[cisco-voip] Torn apart by choices - old ornewsolutions?Simplyspeaking: CM5.0 or CM4.x

Lelio Fulgenzi lelio at uoguelph.ca
Thu Apr 13 14:10:45 EDT 2006


somebody's buying their SE's more food than us. ;)

--------------------------------------------------------------------------------
Lelio Fulgenzi, B.A.
Network Analyst (CCS) * University of Guelph * Guelph, Ontario N1G 2W1
(519) 824-4120 x56354 (519) 767-1060 FAX (JNHN)
^^^^^^^^^^^^^^^^^^^^^^^^^^^^^^^^^^^^^^^^^^^^^^^^^^^^^^^^^^^^^^^^^^^^^^ 
Sanity First : Number of days with fewer than
50 messages in my inbox at the end of the day:   buffer overrun
  ----- Original Message ----- 
  From: Scott O'Donnell 
  To: Leetun, Rob 
  Cc: cisco-voip at puck.nether.net 
  Sent: Thursday, April 13, 2006 2:08 PM
  Subject: Re: [cisco-voip] Torn apart by choices - old ornewsolutions?Simplyspeaking: CM5.0 or CM4.x


  Rob,

  A Cisco SE told me the following.

  As it stands now, the windows version will jump from a 4.x to 6.x version.
  The 5.x version (linux/appliance), as it was explained to me is basically a means to get the linux based version up to speed.

  Then there will be a 6.x release on both platforms. 
  The intention is to have full feature parity on both platforms when it's released on 6.x.

  At that point, it will be just a matter of what OS the customer prefers.

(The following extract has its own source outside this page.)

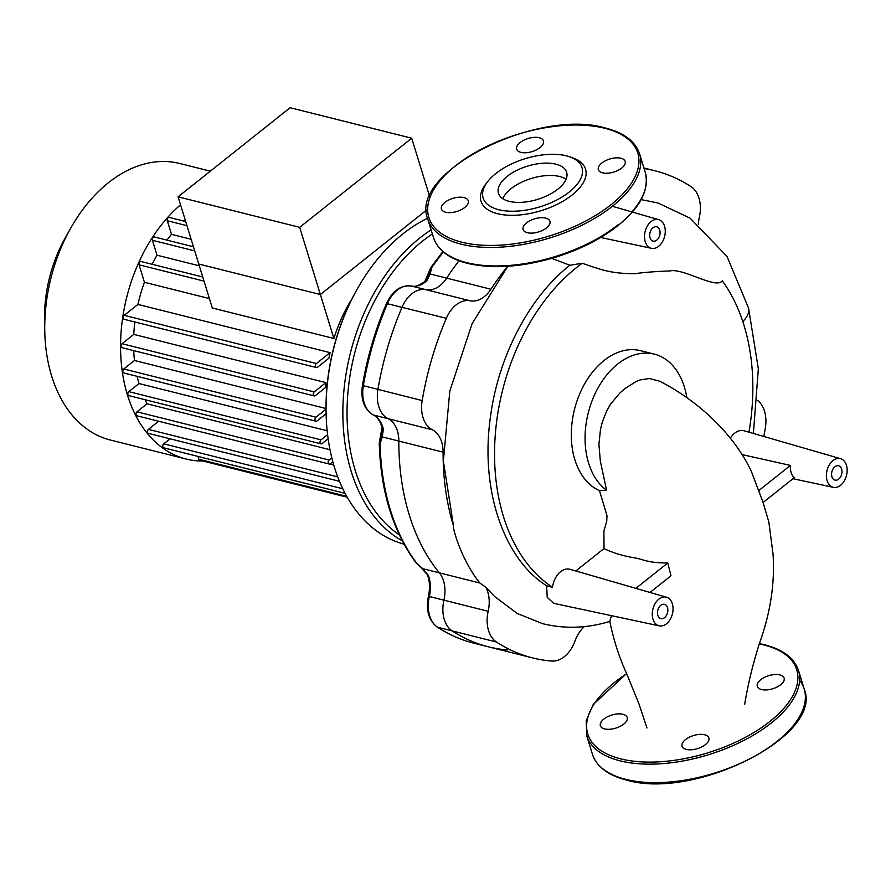 <?xml version="1.0" encoding="UTF-8"?>
<svg xmlns="http://www.w3.org/2000/svg" width="891" height="891" viewBox="0 0 891 891"><rect width="100%" height="100%" fill="white"/><g stroke="black" fill="none" stroke-linecap="round" stroke-linejoin="round"><path stroke-width="1.34" d="M686.282 749.398A14.033 6.838 -17.1 0 0 701.83 746.87A14.033 6.838 -17.1 0 0 708.88 737.96A14.033 6.838 -17.1 0 0 704.658 734.774A14.033 6.838 -17.1 0 0 689.122 737.291A14.033 6.838 -17.1 0 0 682.06 746.212A14.033 6.838 -17.1 0 0 686.282 749.398M603.82 719.093A14.033 6.838 -17.1 0 0 600.378 725.72A14.033 6.838 -17.1 0 0 609.812 729.261A14.033 6.838 -17.1 0 0 623.767 724.093A14.033 6.838 -17.1 0 0 627.208 717.467A14.033 6.838 -17.1 0 0 617.775 713.914A14.033 6.838 -17.1 0 0 603.82 719.093M780.683 684.722A14.033 6.838 -17.1 0 0 784.125 678.096A14.033 6.838 -17.1 0 0 774.691 674.543A14.033 6.838 -17.1 0 0 760.736 679.722A14.033 6.838 -17.1 0 0 757.294 686.348A14.033 6.838 -17.1 0 0 766.728 689.901A14.033 6.838 -17.1 0 0 780.683 684.722M557.9 189.126A35.673 17.375 162.9 0 1 522.427 202.279A35.673 17.375 162.9 0 1 498.448 193.258A35.673 17.375 162.9 0 1 507.179 176.396A35.673 17.375 162.9 0 1 542.664 163.253A35.673 17.375 162.9 0 1 566.643 172.275A35.673 17.375 162.9 0 1 557.9 189.126M502.78 198.671A35.673 17.375 162.9 0 1 510.977 188.736A35.673 17.375 162.9 0 1 566.097 179.191M569.427 156.716L572.3 157.696A54.663 26.619 162.9 0 1 572.156 194.973A54.663 26.619 162.9 0 1 503.749 214.842A54.663 26.619 162.9 0 1 485.573 184.381L487.399 181.953A51.7 25.182 162.9 0 1 495.786 173.545A51.7 25.182 162.9 0 1 569.427 156.716A51.7 25.182 162.9 0 1 569.293 191.988A51.7 25.182 162.9 0 1 504.584 210.777A51.7 25.182 162.9 0 1 487.399 181.953M527.327 232.718A14.033 6.838 162.9 0 1 523.106 229.533A14.033 6.838 162.9 0 1 530.167 220.612A14.033 6.838 162.9 0 1 545.715 218.095A14.033 6.838 162.9 0 1 549.936 221.28A14.033 6.838 162.9 0 1 542.875 230.201A14.033 6.838 162.9 0 1 527.327 232.718M444.865 202.413A14.033 6.838 162.9 0 1 458.82 197.234A14.033 6.838 162.9 0 1 468.254 200.787A14.033 6.838 162.9 0 1 464.824 207.414A14.033 6.838 162.9 0 1 450.868 212.593A14.033 6.838 162.9 0 1 441.435 209.04A14.033 6.838 162.9 0 1 444.865 202.413M539.267 137.737A14.033 6.838 162.9 0 1 543.499 140.923A14.033 6.838 162.9 0 1 536.438 149.844A14.033 6.838 162.9 0 1 520.89 152.361A14.033 6.838 162.9 0 1 516.669 149.176A14.033 6.838 162.9 0 1 523.73 140.266A14.033 6.838 162.9 0 1 539.267 137.737M621.74 168.043A14.033 6.838 162.9 0 1 607.785 173.222A14.033 6.838 162.9 0 1 598.351 169.669A14.033 6.838 162.9 0 1 601.781 163.042A14.033 6.838 162.9 0 1 615.737 157.874A14.033 6.838 162.9 0 1 625.17 161.416A14.033 6.838 162.9 0 1 621.74 168.043M659.719 230.09A7.384 5.023 -75.9 0 1 658.594 237.986A7.384 5.023 -75.9 0 1 653.081 241.105A7.384 5.023 -75.9 0 1 650.04 237.786A7.384 5.023 -75.9 0 1 651.165 229.889A7.384 5.023 -75.9 0 1 656.678 226.771A7.384 5.023 -75.9 0 1 659.719 230.09M841.616 469.111A7.384 5.023 -75.9 0 1 840.491 477.008A7.384 5.023 -75.9 0 1 834.978 480.115A7.384 5.023 -75.9 0 1 831.938 476.808A7.384 5.023 -75.9 0 1 833.063 468.911A7.384 5.023 -75.9 0 1 838.576 465.793A7.384 5.023 -75.9 0 1 841.616 469.111M667.493 607.64A7.384 5.023 -75.9 0 1 666.368 615.536A7.384 5.023 -75.9 0 1 660.866 618.644A7.384 5.023 -75.9 0 1 657.825 615.336A7.384 5.023 -75.9 0 1 658.95 607.428A7.384 5.023 -75.9 0 1 664.463 604.321A7.384 5.023 -75.9 0 1 667.493 607.64M742.17 454.622L790.417 465.414A16.071 10.926 104.1 0 0 791.13 472.508A16.071 10.926 104.1 0 0 794.204 477.743L763.075 502.502M758.909 490.473L790.417 465.414M575.809 570.986L604.02 548.533C611.861 552.498 621.55 555.516 633.089 557.599C644.438 559.392 646.643 562.945 667.76 562.989L671.012 575.753L650.018 592.459M635.873 588.361L667.76 562.989M672.337 603.786A14.768 10.046 104.1 0 0 666.49 597.215A14.768 10.046 104.1 0 0 652.914 609.032A14.768 10.046 104.1 0 0 659.307 625.872A14.768 10.046 104.1 0 0 670.166 619.434A14.768 10.046 104.1 0 0 672.337 603.786M659.307 625.872L553.745 603.352L547.219 597.371L546.617 585.755L552.543 587.292A18.366 12.496 -75.9 0 1 570.028 569.316L666.49 597.215M744.698 704.202C749.153 677.505 754.722 658.672 759.466 643.269C770.481 612.863 774.992 583.104 773.02 553.979L768.855 522.059L762.952 502.134L751.269 471.205C732.569 431.756 695.726 399.58 659.685 381.192L649.361 378.508L639.927 379.967L636.085 381.56L625.103 388.42L619.913 392.964L610.48 404.247L606.671 410.985L602.305 422.134L600.512 429.262L598.908 444.319L600.345 461.126L606.593 490.262A73.129 49.751 -75.9 0 1 591.034 403.612A73.129 49.751 -75.9 0 1 654.284 354.128L640.529 350.675A73.129 49.751 104.1 0 0 575.597 405.394A73.129 49.751 104.1 0 0 599.465 490.64L606.983 515.655L606.738 521.28L603.898 531.003L604.02 548.533M730.353 438.127A18.366 12.496 -75.9 0 1 744.141 430.787L840.603 458.687A14.768 10.046 104.1 0 0 829.443 464.712A14.768 10.046 104.1 0 0 827.104 480.65A14.768 10.046 104.1 0 0 833.419 487.344A14.768 10.046 104.1 0 0 844.289 480.906A14.768 10.046 104.1 0 0 846.45 465.258A14.768 10.046 104.1 0 0 840.603 458.687M552.543 587.292A183.624 124.929 -75.9 0 1 495.608 430.921A183.624 124.929 -75.9 0 1 582.235 263.246C604.332 271.031 612.351 273.426 634.804 273.737C642.946 272.446 654.673 271.521 669.999 270.953C682.974 267.734 716.397 289.675 722.278 280.799A183.624 124.929 -75.9 0 1 748.93 432.18M584.351 626.607A29.548 20.103 104.1 0 0 574.918 641.152A29.548 20.103 -75.9 0 1 551.774 661.055A251.128 170.86 -75.9 0 1 532.64 657.914A251.128 170.86 -75.9 0 1 496.454 642.01A29.548 20.103 -75.9 0 1 488.179 611.293A29.548 20.103 104.1 0 0 485.829 587.247L494.46 596.391L517.214 613.465L542.63 623.678C564.861 629.091 587.303 628.322 609.956 621.372M742.782 321.551A35.016 17.052 -17.1 0 0 748.551 308.074L726.989 256.408L690.157 218.217L658.059 203.014L641.164 199.595M646.955 727.98L638.736 703.222L626.429 673.106C619.178 657.346 613.632 640.083 609.789 621.328L611.46 615.659M546.617 585.755C503.304 558.579 480.138 488.892 490.418 417.222C498.18 357.091 528.597 298.374 568.335 266.509L569.906 265.251L551.729 258.379M507.848 266.264L472.107 323.667L449.81 391.06L443.373 461.037L453.497 525.924C452.138 526.258 460.647 559.002 479.792 582.992L485.829 587.247M644.093 168.577A251.128 170.86 -75.9 0 1 654.863 170.749A251.128 170.86 -75.9 0 1 691.048 186.642A29.548 20.103 -75.9 0 1 699.324 217.359A29.548 20.103 104.1 0 0 698.344 224.22M569.917 265.251L582.235 263.246M458.999 260.74A214.196 145.734 104.1 0 0 446.669 278.137A29.548 20.103 -75.9 0 1 425.943 289.686A29.548 20.103 104.1 0 0 402.064 307.195A251.128 170.86 104.1 0 0 377.918 389.456A29.548 20.103 104.1 0 0 388.075 418.681A29.548 20.103 -75.9 0 1 398.834 441.067A214.196 145.734 104.1 0 0 439.374 572.857A29.548 20.103 -75.9 0 1 443.918 600.189A29.548 20.103 104.1 0 0 452.194 630.906A251.128 170.86 104.1 0 0 488.379 646.81A251.128 170.86 -75.9 0 1 452.194 630.906A29.548 20.103 -75.9 0 1 443.918 600.189A29.548 20.103 104.1 0 0 439.374 572.857L422.813 568.703A2.951 1.091 131 0 1 422.39 568.592A2.951 1.091 131 0 1 422.245 568.358L417.01 563.613A214.196 145.734 -75.9 0 1 380.112 443.651L382.261 436.913L383.319 429.128A29.548 20.103 104.1 0 0 373.485 415.017A29.548 20.103 -75.9 0 1 363.316 385.792A251.128 170.86 -75.9 0 1 387.474 303.53A29.548 20.103 -75.9 0 1 411.352 286.022A29.548 20.103 104.1 0 0 426.912 280.654L430.097 273.983L431.823 267.5L428.927 274.473A2.951 1.626 15.9 0 1 430.097 273.983L446.669 278.137A214.196 145.734 104.1 0 1 458.999 260.74M507.725 266.264A214.196 145.734 104.1 0 0 490.93 289.241L446.669 278.137A29.548 20.103 104.1 0 1 425.943 289.686L470.203 300.79A29.548 20.103 104.1 0 0 490.93 289.241M383.319 429.128A2.951 1.314 -13.3 0 1 382.428 428.471A2.951 1.314 -13.3 0 0 382.428 428.471L381.515 435.955A2.951 1.403 16.8 0 0 382.261 436.913L443.094 452.171A29.548 20.103 104.1 0 0 432.335 429.785A29.548 20.103 -75.9 0 1 422.178 400.56A251.128 170.86 -75.9 0 1 446.324 318.299A29.548 20.103 -75.9 0 1 470.203 300.79M443.094 452.171A214.196 145.734 104.1 0 0 453.497 525.924M757.729 400.505A29.548 20.103 -75.9 0 1 765.324 428.092A251.128 170.86 -75.9 0 1 763.799 436.479M664.552 226.247A14.768 10.046 104.1 0 0 658.705 219.676A14.768 10.046 104.1 0 0 645.129 231.493A14.768 10.046 104.1 0 0 651.521 248.322A14.768 10.046 104.1 0 0 662.392 241.895A14.768 10.046 104.1 0 0 664.552 226.247M606.593 490.262L599.465 490.64M654.284 354.128A73.129 49.751 -75.9 0 1 686.827 397.664M202.981 461.026A142.56 96.985 -75.9 0 1 186.13 459.032L110.306 440.009A142.56 96.985 -75.9 0 1 44.773 331.218A142.56 96.985 -75.9 0 1 70.556 228.441A142.56 96.985 -75.9 0 1 108.39 182.744A142.56 96.985 -75.9 0 1 179.692 163.476L210.343 171.161M352.246 298.329A124.094 84.422 104.1 0 0 333.891 338.491L212.292 307.985L178.089 196.822L299.688 227.339L320.37 294.542L198.771 264.026L320.37 294.542L333.891 338.491M137.927 304.421L124.217 315.325A2.216 1.504 -75.9 0 0 123.236 317.597A2.216 1.504 -75.9 0 0 124.25 319.323L316.416 367.538A2.216 1.504 -75.9 0 0 317.519 367.237L328.935 358.16A124.094 84.422 -75.9 0 1 330.093 352.636L137.927 304.421A124.094 84.422 -75.9 0 1 144.431 282.28L209.396 298.574M133.761 334.392L122.056 343.714A2.216 1.504 -75.9 0 0 121.065 345.975A2.216 1.504 -75.9 0 0 122.089 347.713L314.256 395.916A2.216 1.504 -75.9 0 0 315.358 395.626L325.75 387.351A124.094 84.422 -75.9 0 1 325.928 382.607L133.761 334.392A124.094 84.422 -75.9 0 1 134.853 321.985M326.039 408.546L134.485 360.487A124.094 84.422 -75.9 0 1 133.706 350.62M327.164 430.754L139.007 383.553A124.094 84.422 -75.9 0 1 137.136 376.314M330.004 449.721L147.048 403.812A124.094 84.422 -75.9 0 1 145.021 399.691M333.757 465.013L329.759 464.011M426.555 210.053L320.37 294.542L426.555 210.053M152.138 264.293A124.094 84.422 -75.9 0 1 157.016 255.205L152.417 240.28A2.216 1.504 -75.9 0 1 152.762 237.919A2.216 1.504 -75.9 0 1 154.41 236.984L193.458 246.774M157.016 255.205L199.317 265.819M166.951 240.124A124.094 84.422 -75.9 0 1 171.506 234.355L167.33 220.745A2.216 1.504 -75.9 0 1 167.664 218.373A2.216 1.504 -75.9 0 1 169.312 217.437L185.696 221.547M171.506 234.355L191.153 239.278M184.214 221.18A124.094 84.422 -75.9 0 1 185.295 220.222M331.842 457.896L329.147 460.034A2.216 1.504 104.1 0 0 328.155 462.306A2.216 1.504 104.1 0 0 329.18 464.033A2.216 1.504 104.1 0 0 330.283 463.732L332.833 461.705M328.144 438.773L322.141 443.551A2.216 1.504 -75.9 0 1 321.027 443.852A2.216 1.504 -75.9 0 1 320.014 442.125A2.216 1.504 -75.9 0 1 321.005 439.853L327.598 434.608M326.117 413.725L317.107 420.897A2.216 1.504 -75.9 0 1 315.993 421.198A2.216 1.504 -75.9 0 1 314.98 419.461A2.216 1.504 -75.9 0 1 315.971 417.2L326.039 409.181M314.256 395.916A2.216 1.504 -75.9 0 1 313.231 394.19A2.216 1.504 -75.9 0 1 314.222 391.917L325.928 382.607M316.416 367.538A2.216 1.504 -75.9 0 1 315.392 365.811A2.216 1.504 -75.9 0 1 316.383 363.539L330.093 352.636M186.13 459.032A142.56 96.985 -75.9 0 1 120.597 350.586A142.56 96.985 -75.9 0 1 180.539 204.796M347.256 497.234L199.773 460.224A2.216 1.504 -75.9 0 1 198.86 459.233L198.002 456.426M345.118 493.336L163.788 447.839A2.216 1.504 -75.9 0 1 162.763 446.113A2.216 1.504 -75.9 0 1 163.755 443.841L170.081 438.817M339.482 481.318L148.441 433.382A2.216 1.504 -75.9 0 1 147.427 431.656A2.216 1.504 -75.9 0 1 148.418 429.384L158.643 421.243M329.18 464.033L137.014 415.819A2.216 1.504 -75.9 0 1 135.989 414.092A2.216 1.504 -75.9 0 1 136.98 411.82L147.048 403.812M321.027 443.852L128.861 395.637A2.216 1.504 -75.9 0 1 127.847 393.911A2.216 1.504 -75.9 0 1 128.839 391.639L139.007 383.553M315.993 421.198L123.838 372.984A2.216 1.504 -75.9 0 1 122.813 371.257A2.216 1.504 -75.9 0 1 123.804 368.985L134.485 360.487M144.431 282.28L139.052 264.805A2.216 1.504 -75.9 0 1 139.386 262.444A2.216 1.504 -75.9 0 1 141.045 261.509L202.747 276.99M70.556 228.441L65.177 238.02A114.048 77.595 104.1 0 0 44.55 320.237L44.773 331.218M399.324 534.867A169.145 115.084 -75.9 0 1 348.448 387.273A169.145 115.084 -75.9 0 1 432.369 233.954M431.121 229.9A172.097 117.089 104.1 0 0 343.881 390.915A172.097 117.089 104.1 0 0 402.264 540.815M404.035 544.156A172.097 117.089 -75.9 0 1 398.678 542.519A172.097 117.089 -75.9 0 1 326.106 413.123A172.097 117.089 -75.9 0 1 357.235 289.052A172.097 117.089 -75.9 0 1 427.557 218.262M357.235 289.052L356.678 290.043A169.145 115.084 104.1 0 0 326.084 411.987L326.106 413.123M496.454 642.01L437.604 627.242A2.951 2.105 123.1 0 1 437.136 627.041C448.63 634.526 460.847 639.894 473.778 643.146A251.128 170.86 -75.9 0 1 437.604 627.242A29.548 20.103 -75.9 0 1 429.317 596.524A29.548 20.103 104.1 0 0 428.315 575.386A2.951 1.559 158.9 0 1 427.424 574.728L427.424 574.728A2.951 1.559 158.9 0 1 427.424 574.706M428.315 575.386L422.813 568.703L417.01 563.613A29.548 20.103 -75.9 0 0 421.376 567.712M432.335 429.785L388.075 418.681A29.548 20.103 104.1 0 1 398.834 441.067A214.196 145.734 104.1 0 0 439.374 572.857L479.792 582.992M507.514 649.951A251.128 170.86 -75.9 0 1 488.379 646.81L532.64 657.914M428.927 274.473L425.809 280.821A2.951 1.504 47.4 0 1 426.912 280.654M381.515 435.955L380.112 443.651A29.548 20.103 -75.9 0 1 382.506 428.805M372.806 414.66A2.951 2.138 -63.4 0 0 373.162 414.894A2.951 2.138 -63.4 0 0 373.485 415.017L388.075 418.681A29.548 20.103 -75.9 0 1 377.918 389.456A251.128 170.86 -75.9 0 1 402.064 307.195A29.548 20.103 -75.9 0 1 425.943 289.686L411.352 286.022A2.951 2.161 101.3 0 0 411.274 286.011C414.037 287.515 418.881 285.788 425.809 280.821M178.089 196.822L290.11 107.711L411.709 138.216L429.629 196.499M411.709 138.216L299.688 227.339M759.266 643.937A109.315 53.248 162.9 0 1 763.832 644.95A109.315 53.248 162.9 0 1 769.958 721.398A109.315 53.248 162.9 0 1 620.671 758.854A109.315 53.248 162.9 0 1 626.696 673.741M759.366 643.603L764.567 644.761C783 649.483 794.315 658.081 798.525 670.567A110.796 53.972 162.9 0 1 771.383 722.902A110.796 53.972 162.9 0 1 620.08 760.858A110.796 53.972 162.9 0 1 586.735 735.721L592.426 754.209A110.796 53.972 162.9 0 0 625.772 779.358A110.796 53.972 162.9 0 0 777.075 741.39A110.796 53.972 162.9 0 0 804.217 689.055C823.774 735.766 694.122 800.563 626.384 780.015C607.952 775.293 596.636 766.694 592.426 754.209M799.661 680.334A110.796 53.972 162.9 0 1 804.217 689.055L798.525 670.567M618.131 224.721A110.796 53.972 162.9 0 1 466.828 262.678A110.796 53.972 162.9 0 1 433.471 237.541C437.681 250.015 448.997 258.613 467.43 263.346C492.912 269.216 522.404 267.144 555.895 257.131C577.992 250.204 597.193 240.848 613.476 229.054C639.148 209.775 649.751 190.886 645.262 172.386A110.796 53.972 162.9 0 1 631.83 211.902M427.78 219.041C408.223 172.342 537.886 107.533 605.624 128.081C624.045 132.804 635.372 141.413 639.582 153.887A110.796 53.972 162.9 0 1 612.44 206.222A110.796 53.972 162.9 0 1 461.137 244.179A110.796 53.972 162.9 0 1 427.78 219.041L433.471 237.541M461.716 242.185A109.315 53.248 162.9 0 1 455.591 165.737A109.315 53.248 162.9 0 1 604.878 128.282A109.315 53.248 162.9 0 1 611.003 204.73A109.315 53.248 162.9 0 1 461.716 242.185M446.324 318.299L386.494 303.497C392.385 290.822 400.649 284.997 411.274 286.011M420.151 566.643L427.424 574.728C429.796 581.099 430.13 588.272 428.415 596.268L488.179 611.293M422.178 400.56L362.425 385.458C367.281 357.057 375.3 329.737 386.494 303.497M152.417 240.28L194.728 250.894M167.33 220.745L186.965 225.668M148.418 429.384L337.734 476.885M163.755 443.841L342.812 488.769M136.98 411.82L329.147 460.034M198.86 459.233L346.755 496.332M139.052 264.805L204.017 281.111M128.839 391.639L321.005 439.853M123.804 368.985L315.971 417.2M122.056 343.714L314.222 391.917M124.217 315.325L316.383 363.539M425.965 280.676A29.548 20.103 -75.9 0 1 431.823 267.5A214.196 145.734 -75.9 0 1 443.406 251.986M424.74 281.745L430.754 267.634A2.951 1.036 34.5 0 1 431.823 267.5M421.666 567.957L416.22 563.112C393.009 531.582 380.68 491.576 379.232 443.105A2.951 0.813 -1.3 0 0 380.112 443.651M416.22 563.112A2.951 1.893 -37 0 0 417.01 563.613M380.089 442.504A211.245 143.729 104.1 0 0 380.112 443.618M626.607 673.518L593.172 704.581L586.222 720.663L586.735 735.721M639.582 153.887L645.262 172.386M748.496 307.84L758.341 368.763L753.385 433.46M654.863 170.749L643.915 167.998M658.705 219.676L612.462 206.3M651.521 248.322L600.679 237.485M833.419 487.344L792.979 478.712M428.415 596.268C425.731 610.09 428.638 620.359 437.136 627.041M473.778 643.146L488.379 646.81M382.428 428.46C379.176 417.289 374.086 415.34 373.162 414.894C364.074 409.203 360.499 399.391 362.425 385.458M430.754 267.634L442.849 251.507M379.232 443.105L382.105 427.201"/></g></svg>

  That seems like a tough challenge to be but thats what the internal rumor is.










------------------------------------------------------------------------------
  From: cisco-voip-bounces at puck.nether.net [mailto:cisco-voip-bounces at puck.nether.net] On Behalf Of Leetun, Rob
  Sent: Thursday, April 13, 2006 1:39 PM
  To: Voll, Scott; Lelio Fulgenzi; candace_holman at harvard.edu; cisco-voip at puck.nether.net
  Subject: Re: [cisco-voip] Torn apart by choices - old or newsolutions?Simplyspeaking: CM5.0 or CM4.x


  Our Cisco Vendor is stating that CCM 4.0 train will change to the 6.0 (win) train in the future.  Anyone heard this?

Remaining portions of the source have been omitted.